The last years have seen astonishing progress in the capabilities of generative AI techniques, particularly in the areas of language and visual understanding and generation. Key to the success of these models are the use of image and text data sets of unprecedented scale along with models that are able to digest such large datasets. We are now seeing the first examples of leveraging such models to equip robots with open-world visual understanding and reasoning capabilities. Unfortunately, however, we have not achieved the RobotGPT moment; these models still struggle with reasoning about geometry and physical interactions in the real world, resulting in brittle performance on seemingly simple tasks such as manipulating objects in the open world.

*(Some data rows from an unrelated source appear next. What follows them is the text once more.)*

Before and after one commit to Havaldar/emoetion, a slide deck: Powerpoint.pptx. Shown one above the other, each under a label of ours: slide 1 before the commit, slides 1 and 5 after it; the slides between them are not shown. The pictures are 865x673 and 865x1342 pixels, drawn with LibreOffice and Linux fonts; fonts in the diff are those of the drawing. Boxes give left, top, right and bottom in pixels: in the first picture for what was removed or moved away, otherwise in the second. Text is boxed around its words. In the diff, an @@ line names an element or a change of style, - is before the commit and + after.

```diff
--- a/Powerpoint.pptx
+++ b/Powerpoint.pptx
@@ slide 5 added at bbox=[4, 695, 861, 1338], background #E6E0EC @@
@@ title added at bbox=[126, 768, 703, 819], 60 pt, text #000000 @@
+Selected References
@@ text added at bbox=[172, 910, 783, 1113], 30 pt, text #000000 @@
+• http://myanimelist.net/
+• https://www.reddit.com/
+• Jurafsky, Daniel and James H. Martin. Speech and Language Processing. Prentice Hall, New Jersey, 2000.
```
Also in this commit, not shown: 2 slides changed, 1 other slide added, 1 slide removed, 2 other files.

A crucial reason for this problem is the lack of data suitable to train powerful, general models for robot decision making and control.

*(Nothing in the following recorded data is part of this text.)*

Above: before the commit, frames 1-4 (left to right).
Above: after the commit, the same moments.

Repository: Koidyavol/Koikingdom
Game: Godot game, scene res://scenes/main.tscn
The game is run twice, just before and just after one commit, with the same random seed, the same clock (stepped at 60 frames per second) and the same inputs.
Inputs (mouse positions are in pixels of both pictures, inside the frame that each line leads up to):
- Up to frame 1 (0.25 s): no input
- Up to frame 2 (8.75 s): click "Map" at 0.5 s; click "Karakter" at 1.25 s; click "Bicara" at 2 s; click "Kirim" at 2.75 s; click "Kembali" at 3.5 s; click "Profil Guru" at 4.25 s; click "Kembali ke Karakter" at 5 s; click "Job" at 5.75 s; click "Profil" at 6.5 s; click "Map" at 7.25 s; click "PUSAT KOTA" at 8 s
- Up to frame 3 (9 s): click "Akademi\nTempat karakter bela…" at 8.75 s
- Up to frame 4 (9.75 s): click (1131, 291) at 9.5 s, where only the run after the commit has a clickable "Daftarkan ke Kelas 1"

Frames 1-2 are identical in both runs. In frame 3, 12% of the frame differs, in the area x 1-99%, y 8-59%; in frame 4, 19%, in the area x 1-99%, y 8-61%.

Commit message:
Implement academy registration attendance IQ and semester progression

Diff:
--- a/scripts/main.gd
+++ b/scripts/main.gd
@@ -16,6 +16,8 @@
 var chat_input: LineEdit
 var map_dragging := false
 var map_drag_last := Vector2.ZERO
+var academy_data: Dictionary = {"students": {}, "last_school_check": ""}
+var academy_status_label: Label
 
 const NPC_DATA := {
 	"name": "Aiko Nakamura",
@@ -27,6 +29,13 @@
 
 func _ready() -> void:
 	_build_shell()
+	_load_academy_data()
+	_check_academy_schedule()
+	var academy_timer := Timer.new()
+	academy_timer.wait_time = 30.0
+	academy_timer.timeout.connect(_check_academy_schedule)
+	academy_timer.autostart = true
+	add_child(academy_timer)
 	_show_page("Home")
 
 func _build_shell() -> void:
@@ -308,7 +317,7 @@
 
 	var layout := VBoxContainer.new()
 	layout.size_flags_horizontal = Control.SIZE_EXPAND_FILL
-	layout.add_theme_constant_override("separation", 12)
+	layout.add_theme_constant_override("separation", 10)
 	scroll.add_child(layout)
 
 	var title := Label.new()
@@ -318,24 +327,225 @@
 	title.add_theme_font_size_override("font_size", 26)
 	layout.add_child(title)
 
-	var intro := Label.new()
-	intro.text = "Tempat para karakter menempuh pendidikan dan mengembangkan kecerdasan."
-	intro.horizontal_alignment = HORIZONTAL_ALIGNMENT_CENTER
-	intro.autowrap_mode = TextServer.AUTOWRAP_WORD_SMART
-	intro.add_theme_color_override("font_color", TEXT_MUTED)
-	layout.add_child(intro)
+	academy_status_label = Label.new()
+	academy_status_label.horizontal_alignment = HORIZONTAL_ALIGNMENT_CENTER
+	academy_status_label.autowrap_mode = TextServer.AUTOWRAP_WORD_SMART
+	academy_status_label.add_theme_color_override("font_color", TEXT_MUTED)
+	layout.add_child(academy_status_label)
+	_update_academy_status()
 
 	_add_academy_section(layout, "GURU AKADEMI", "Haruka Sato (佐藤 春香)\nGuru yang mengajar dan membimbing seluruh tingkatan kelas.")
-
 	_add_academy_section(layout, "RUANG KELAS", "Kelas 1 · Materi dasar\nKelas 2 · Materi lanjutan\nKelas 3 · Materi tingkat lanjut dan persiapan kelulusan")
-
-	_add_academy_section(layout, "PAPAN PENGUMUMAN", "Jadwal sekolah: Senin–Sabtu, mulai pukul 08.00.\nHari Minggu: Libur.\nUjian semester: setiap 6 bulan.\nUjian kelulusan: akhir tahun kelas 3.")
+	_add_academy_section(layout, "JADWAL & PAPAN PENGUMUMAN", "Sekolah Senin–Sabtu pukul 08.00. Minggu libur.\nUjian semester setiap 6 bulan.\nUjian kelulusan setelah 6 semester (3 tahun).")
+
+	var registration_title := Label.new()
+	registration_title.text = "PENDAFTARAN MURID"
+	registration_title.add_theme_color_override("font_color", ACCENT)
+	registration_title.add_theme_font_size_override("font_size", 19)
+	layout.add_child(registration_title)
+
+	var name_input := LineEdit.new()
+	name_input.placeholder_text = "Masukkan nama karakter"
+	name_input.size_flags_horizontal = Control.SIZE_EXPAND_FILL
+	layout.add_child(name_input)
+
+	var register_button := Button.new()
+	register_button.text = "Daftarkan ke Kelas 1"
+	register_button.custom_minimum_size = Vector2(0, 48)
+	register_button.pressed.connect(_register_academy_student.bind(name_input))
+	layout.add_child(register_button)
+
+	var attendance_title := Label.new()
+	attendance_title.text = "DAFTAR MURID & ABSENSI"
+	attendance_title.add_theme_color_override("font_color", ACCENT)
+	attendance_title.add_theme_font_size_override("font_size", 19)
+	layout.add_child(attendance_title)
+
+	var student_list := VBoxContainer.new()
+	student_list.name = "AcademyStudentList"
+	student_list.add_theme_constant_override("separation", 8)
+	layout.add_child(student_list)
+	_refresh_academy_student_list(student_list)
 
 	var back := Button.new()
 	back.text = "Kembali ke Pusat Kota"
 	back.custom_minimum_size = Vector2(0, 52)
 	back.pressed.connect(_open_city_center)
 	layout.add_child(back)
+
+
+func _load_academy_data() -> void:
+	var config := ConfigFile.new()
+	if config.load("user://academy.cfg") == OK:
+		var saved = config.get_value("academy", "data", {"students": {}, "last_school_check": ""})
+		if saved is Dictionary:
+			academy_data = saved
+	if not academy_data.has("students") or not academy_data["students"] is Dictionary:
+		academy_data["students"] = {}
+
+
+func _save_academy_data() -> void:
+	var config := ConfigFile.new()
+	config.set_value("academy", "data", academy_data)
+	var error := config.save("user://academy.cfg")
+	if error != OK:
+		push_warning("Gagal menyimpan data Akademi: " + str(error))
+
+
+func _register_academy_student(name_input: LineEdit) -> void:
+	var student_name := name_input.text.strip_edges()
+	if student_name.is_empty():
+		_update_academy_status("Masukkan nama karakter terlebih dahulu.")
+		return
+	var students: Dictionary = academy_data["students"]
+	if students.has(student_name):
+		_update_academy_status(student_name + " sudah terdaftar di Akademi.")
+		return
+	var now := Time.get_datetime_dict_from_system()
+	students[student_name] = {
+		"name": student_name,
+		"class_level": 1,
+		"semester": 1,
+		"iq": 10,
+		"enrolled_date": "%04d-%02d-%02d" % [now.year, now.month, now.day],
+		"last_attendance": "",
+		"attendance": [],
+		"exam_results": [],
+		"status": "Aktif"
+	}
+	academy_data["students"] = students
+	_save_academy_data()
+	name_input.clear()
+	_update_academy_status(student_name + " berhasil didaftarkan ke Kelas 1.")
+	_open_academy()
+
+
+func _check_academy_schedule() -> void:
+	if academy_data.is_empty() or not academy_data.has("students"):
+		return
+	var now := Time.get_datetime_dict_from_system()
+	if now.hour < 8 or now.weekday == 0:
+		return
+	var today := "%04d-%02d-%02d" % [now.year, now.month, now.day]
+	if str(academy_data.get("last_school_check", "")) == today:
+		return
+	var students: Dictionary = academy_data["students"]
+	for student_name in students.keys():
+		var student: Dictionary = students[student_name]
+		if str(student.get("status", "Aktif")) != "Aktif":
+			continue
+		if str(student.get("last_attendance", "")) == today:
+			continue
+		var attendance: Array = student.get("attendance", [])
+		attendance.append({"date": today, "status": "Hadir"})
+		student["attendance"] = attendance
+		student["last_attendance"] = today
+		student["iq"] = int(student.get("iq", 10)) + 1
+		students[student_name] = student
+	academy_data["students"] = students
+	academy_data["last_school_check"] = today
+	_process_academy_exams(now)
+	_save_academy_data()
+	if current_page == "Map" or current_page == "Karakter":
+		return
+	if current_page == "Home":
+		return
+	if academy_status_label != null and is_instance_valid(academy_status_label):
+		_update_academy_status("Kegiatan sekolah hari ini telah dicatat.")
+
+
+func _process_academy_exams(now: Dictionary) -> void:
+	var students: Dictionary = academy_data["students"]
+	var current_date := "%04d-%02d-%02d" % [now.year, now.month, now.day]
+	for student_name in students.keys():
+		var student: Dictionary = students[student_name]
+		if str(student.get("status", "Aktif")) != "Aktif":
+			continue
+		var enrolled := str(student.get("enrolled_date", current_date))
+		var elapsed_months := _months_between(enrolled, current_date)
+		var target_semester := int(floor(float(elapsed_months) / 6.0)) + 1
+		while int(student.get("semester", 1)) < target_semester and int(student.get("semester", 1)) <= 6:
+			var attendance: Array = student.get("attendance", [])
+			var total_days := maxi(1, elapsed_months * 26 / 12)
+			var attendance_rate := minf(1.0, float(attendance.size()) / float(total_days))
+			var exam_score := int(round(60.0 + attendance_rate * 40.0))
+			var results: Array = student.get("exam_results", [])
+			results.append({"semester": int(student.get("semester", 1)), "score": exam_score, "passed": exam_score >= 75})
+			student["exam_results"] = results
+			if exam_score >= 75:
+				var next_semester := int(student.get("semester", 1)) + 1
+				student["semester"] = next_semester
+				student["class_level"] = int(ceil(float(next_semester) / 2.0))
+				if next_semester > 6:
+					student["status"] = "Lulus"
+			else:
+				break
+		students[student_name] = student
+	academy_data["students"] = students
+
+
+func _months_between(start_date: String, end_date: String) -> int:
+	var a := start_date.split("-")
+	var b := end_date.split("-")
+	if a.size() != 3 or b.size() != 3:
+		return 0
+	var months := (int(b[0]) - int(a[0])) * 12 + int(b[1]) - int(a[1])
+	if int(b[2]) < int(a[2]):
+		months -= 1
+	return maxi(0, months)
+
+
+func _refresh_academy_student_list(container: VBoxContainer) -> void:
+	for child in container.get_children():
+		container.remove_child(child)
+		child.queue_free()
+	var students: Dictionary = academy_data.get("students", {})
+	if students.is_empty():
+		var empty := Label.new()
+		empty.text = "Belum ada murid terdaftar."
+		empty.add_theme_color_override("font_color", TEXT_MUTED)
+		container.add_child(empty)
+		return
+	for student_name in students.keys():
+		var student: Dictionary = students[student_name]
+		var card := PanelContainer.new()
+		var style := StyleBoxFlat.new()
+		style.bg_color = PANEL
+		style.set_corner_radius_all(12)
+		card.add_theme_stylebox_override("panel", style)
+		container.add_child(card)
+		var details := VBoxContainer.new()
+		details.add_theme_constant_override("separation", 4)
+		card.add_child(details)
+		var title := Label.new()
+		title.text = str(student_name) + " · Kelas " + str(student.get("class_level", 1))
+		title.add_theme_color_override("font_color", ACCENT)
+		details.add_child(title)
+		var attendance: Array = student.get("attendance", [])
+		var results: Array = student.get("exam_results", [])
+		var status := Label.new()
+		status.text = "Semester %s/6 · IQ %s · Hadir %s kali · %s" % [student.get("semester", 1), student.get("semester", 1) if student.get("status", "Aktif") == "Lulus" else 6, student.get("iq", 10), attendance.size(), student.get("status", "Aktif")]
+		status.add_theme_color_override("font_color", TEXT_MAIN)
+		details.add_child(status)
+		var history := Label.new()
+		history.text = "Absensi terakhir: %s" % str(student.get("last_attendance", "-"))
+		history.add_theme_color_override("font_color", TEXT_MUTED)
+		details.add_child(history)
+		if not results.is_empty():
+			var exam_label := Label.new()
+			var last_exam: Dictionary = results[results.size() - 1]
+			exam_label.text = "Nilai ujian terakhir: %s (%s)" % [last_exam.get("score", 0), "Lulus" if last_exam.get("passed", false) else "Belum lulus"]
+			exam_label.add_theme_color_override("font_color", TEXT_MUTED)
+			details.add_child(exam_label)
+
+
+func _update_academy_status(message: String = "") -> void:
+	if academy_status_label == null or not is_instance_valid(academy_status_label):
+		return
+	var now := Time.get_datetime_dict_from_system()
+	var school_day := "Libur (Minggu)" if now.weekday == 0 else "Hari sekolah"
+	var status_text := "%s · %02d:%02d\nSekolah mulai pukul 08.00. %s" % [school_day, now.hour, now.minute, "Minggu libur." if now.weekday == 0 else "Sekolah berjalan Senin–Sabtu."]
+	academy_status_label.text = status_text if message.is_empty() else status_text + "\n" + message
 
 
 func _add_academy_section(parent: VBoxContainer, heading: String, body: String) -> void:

In this talk, I will discuss approaches to generating large datasets for training robot manipulation capabilities, with a focus on the role simulation can play in this context. I will show some of our prior work, where we demonstrated robust sim-to-real transfer of manipulation skills trained in simulation, and then present a path toward generating large scale demonstration sets that could help train robust, open-world robot manipulation models.

 

Bio:

Dieter Fox is Senior Director of Robotics Research at NVIDIA and Professor in the Allen School of Computer Science & Engineering at the University of Washington, where he heads the UW Robotics and State Estimation Lab. Dieter’s research is in robotics and artificial intelligence, with a focus on state estimation and perception applied to problems such as robot manipulation, mapping, and object detection and tracking. He has published more than 200 technical papers and is the co-author of the textbook “Probabilistic Robotics”. He is a Fellow of the IEEE, AAAI, and ACM, and recipient of the 2020 IEEE Pioneer in Robotics and Automation Award and the 2023 John McCarthy Award. He was an editor of the IEEE Transactions on Robotics, program co-chair of the 2008 AAAI Conference on Artificial Intelligence, and program chair of the 2013 Robotics: Science and Systems conference.